# New Glock for me



## Minnowhead (Jan 12, 2011)

Just picked up a Glock 19 gen 4 in 9mm. Anxious to shoot it!


----------



## Popspastime (Apr 1, 2014)

Good Luck with it, new toys are always fun!


----------



## Gone Wishin (Mar 16, 2013)

It's a glock, it will shoot the same as the day it was new. Congrats on the pickup.


----------



## NEOHIO25 (Mar 16, 2013)

congrats on the new gun.
I have several Glock's as they are my handgun of choice.
you'll definitely enjoy it.


----------



## nate44 (Jan 9, 2012)

Put the after market slide release and the 3.5 trigger on.
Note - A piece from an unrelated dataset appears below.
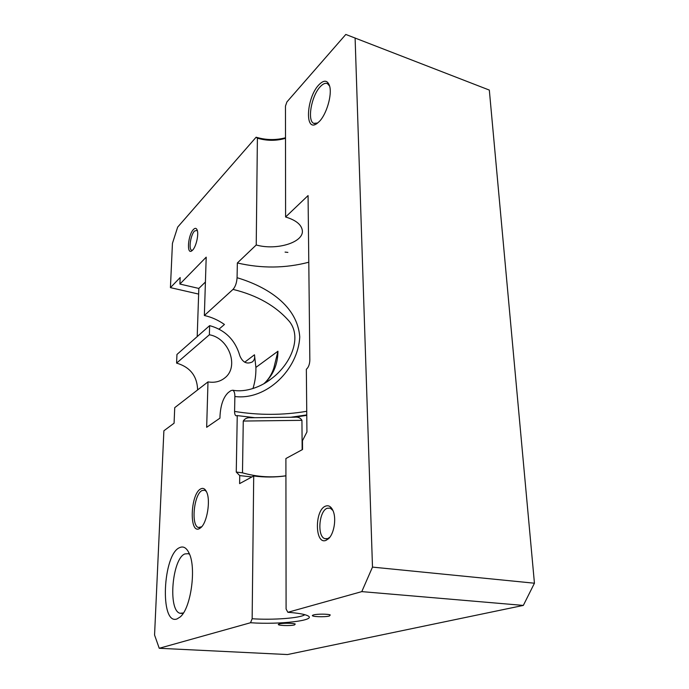 <?xml version="1.0" encoding="UTF-8"?>
<svg xmlns="http://www.w3.org/2000/svg" width="689" height="689" viewBox="0 0 689 689"><rect width="100%" height="100%" fill="white"/><g stroke="black" fill="none" stroke-linecap="round" stroke-linejoin="round"><path stroke-width="1.03" d="M285.496 137.783C275.678 140.323 265.885 140.134 256.119 137.214L177.676 227.103L172.439 243.355L170.424 287.632L198.647 294.082M285.599 216.992L308.069 195.581L309.843 360.158C309.662 364.378 308.5 367.418 306.347 369.27L306.932 431.994L302.471 440.693L302.54 449.512L285.901 458.529L286.09 609.024L287.864 612.297L361.785 591.618L372.491 567.107L534.44 583.213L489.319 90.078L345.809 34.45L286.9 101.955L285.461 106.123L285.599 216.992C295.857 220.118 301.429 224.597 302.316 230.427C304.142 242.382 276.487 250.753 256.23 244.983L237.352 262.965L237.076 277.71C236.723 282.834 235.371 286.727 233.011 289.397L204.357 315.502L206.2 257.161L179.898 284.057L198.837 288.433L197.2 336.611M361.785 591.618L523.33 605.416L287.502 654.55L159.237 648.28L250.546 622.735L252.148 618.739L253.707 475.978L239.608 483.618L239.738 475.608L236.258 472.051L237.249 415.588L236.051 415.794C235.078 415.295 234.587 413.839 234.587 411.428L234.871 396.511C234.906 393.178 234.217 391.085 232.796 390.224L230.97 390.594L228.3 392.532C223.486 397.045 220.721 404.736 220.024 415.605L219.955 418.154L206.666 427.301L207.992 381.887L174.73 407.655L174.076 423.21L163.887 430.78L154.56 635.017L159.237 648.28M287.864 612.297C297.614 613.029 304.133 614.132 307.415 615.596C318.473 620.281 279.691 624.863 250.546 622.735M294.522 624.914L295.245 624.027C293.566 623.063 282.542 622.994 279.372 623.933L278.528 624.268C276.341 625.534 290.379 626.094 294.522 624.914M329.368 616.009L330.246 614.958C328.395 613.916 317.121 613.873 313.624 614.898L312.617 615.294C310.205 616.715 324.752 617.318 329.368 616.009M355.102 37.99L372.491 567.107M325.509 506.157C314.434 510.084 314.813 545.214 326.052 540.348L328.619 538.634C333.898 533.829 336.413 519.437 333.373 511.557C331.469 506.725 328.851 504.925 325.509 506.157M319.334 121.488C326.517 114.357 332.236 94.884 329.652 86.151C327.611 80.01 323.976 79.605 318.749 84.954C306.527 97.64 304.486 132.21 316.647 123.762L319.334 121.488M534.44 583.213L523.33 605.416M285.504 138.317C276.203 141.012 266.832 140.961 257.393 138.17L256.119 137.214M256.23 244.983L257.393 138.17M179.898 284.057L180.173 277.538L170.424 287.632M193.368 229.566C188.002 234.983 186.443 254.818 191.74 250.899L192.601 250.15C196.15 246.705 198.983 234.131 197.149 229.962C196.296 227.956 195.039 227.826 193.368 229.566M304.805 614.683C300.688 618.119 272.672 620.212 252.148 618.739M199.448 528.601L200.645 527.791C207.027 523.106 210.808 500.559 206.666 492.092C205.098 488.69 203.1 487.64 200.671 488.932C190.405 493.849 188.958 534.466 199.448 528.601M177.013 618.946L180.139 616.999C190.956 608.465 196.58 567.581 189.07 553.138C186.512 547.789 183.395 545.938 179.717 547.591C162.802 553.878 159.521 625.578 177.013 618.946M308.784 262.225C285.461 268.348 261.648 268.598 237.352 262.965M285.082 252.096L287.881 252.407L285.082 252.096M237.076 277.71C266.85 286.59 297.424 305.528 299.749 336.912C298.13 369.493 266.428 400.55 234.871 396.511M306.777 414.916L290.827 417.25M254.758 417.689L237.249 415.588M285.926 475.789C271.156 477.865 256.67 476.883 242.485 472.835L236.258 472.051M251.976 476.917L239.738 475.608M285.926 475.849C275.273 477.356 264.533 477.399 253.707 475.978M332.959 510.523L330.238 508.129L327.189 508.249C318.955 511.023 316.957 536.481 324.872 538.669L327.697 538.617L329.885 537.179M329.643 86.116L327.482 83.662C325.372 82.732 322.934 83.774 320.17 86.78C311.376 95.917 307.001 120.902 313.788 123.365L317.681 123.021M233.011 289.397C257.29 295.323 276.143 306.088 289.578 321.685C302.342 338.023 290.413 364.912 271.096 378.924L266.238 382.292M204.357 315.502C211.497 317.095 218.189 320.084 224.442 324.476L219.068 329.092M207.992 381.887C214.529 382.972 220.144 381.646 224.829 377.891C239.471 366.841 228.981 338.006 209.37 334.768L209.637 325.639C225.208 329.936 235.276 340.004 239.858 355.851C242.717 362.517 246.912 364.524 252.441 361.863C254.396 360.114 255.068 357.755 254.465 354.792L255.903 367.409C256.058 374.756 255.076 381.809 252.958 388.553M263.904 383.704C268.409 379.682 271.716 374.454 273.843 368.029L277.951 351.218L255.903 367.409M197.622 389.922C197.166 376.048 190.155 367.116 176.591 363.103L176.952 354.465L209.637 325.639M205.417 282.016L198.837 288.433M197.278 230.35L194.522 231.013C190.62 234.923 188.433 249.315 191.62 250.21L192.524 250.236M253.009 417.715L250.968 417.741C247.385 417.405 244.819 418.516 243.269 421.048L242.485 472.835M209.37 334.768L176.591 363.103M206.399 491.515L204.711 490.224L201.998 490.559C193.91 494.271 190.801 525.604 198.423 527.481L201.688 526.766M189.578 554.335L188.33 553.68L184.919 553.922C172.25 558.305 167.694 610.376 179.993 613.27L183.429 612.969M292.532 417.233L294.522 417.207C298.001 416.785 300.473 417.835 301.937 420.333L302.161 449.719M306.743 411.299C282.895 415.312 258.849 415.355 234.587 411.428M254.465 354.792L244.707 362.207M277.951 351.218C277.779 364.533 273.137 375.341 264.033 383.627M301.937 420.333L243.269 421.048M306.777 415.364L294.651 417.207M328.619 538.634L329.979 537.084M316.647 123.762L317.095 123.469M232.796 390.224C245.93 392.756 261.648 386.512 271.104 378.916M314.597 123.632L313.788 123.365M182.094 613.408L179.993 613.27M294.513 417.207L250.977 417.741M199.724 527.628L198.423 527.481M201.998 526.517L200.645 527.791M326.698 538.876L324.872 538.669"/></g></svg>

I do that to all my glocks. Nice cheap upgrade
Gary, owner of Garys glock works can do it for about 50 bucks. He sets up at all the gun shows. Good guy

NAte


----------



## Smallmouth Crazy (Apr 4, 2006)

nate44 said:


> Put the after market slide release and the 3.5 trigger on. I do that to all my glocks. Nice cheap upgrade
> Gary, owner of Garys glock works can do it for about 50 bucks. He sets up at all the gun shows. Good guy
> 
> NAte


I have one myself, you wont be sorry.


----------



## CPK (Jan 31, 2015)

Good choice. Now customize it!! Lol


----------



## Saugeye Tom (Oct 6, 2010)

Oh...you're gonna love it. I bought a 19.6 months ago added it to my 23, 26 and 27. Sold the 22.


----------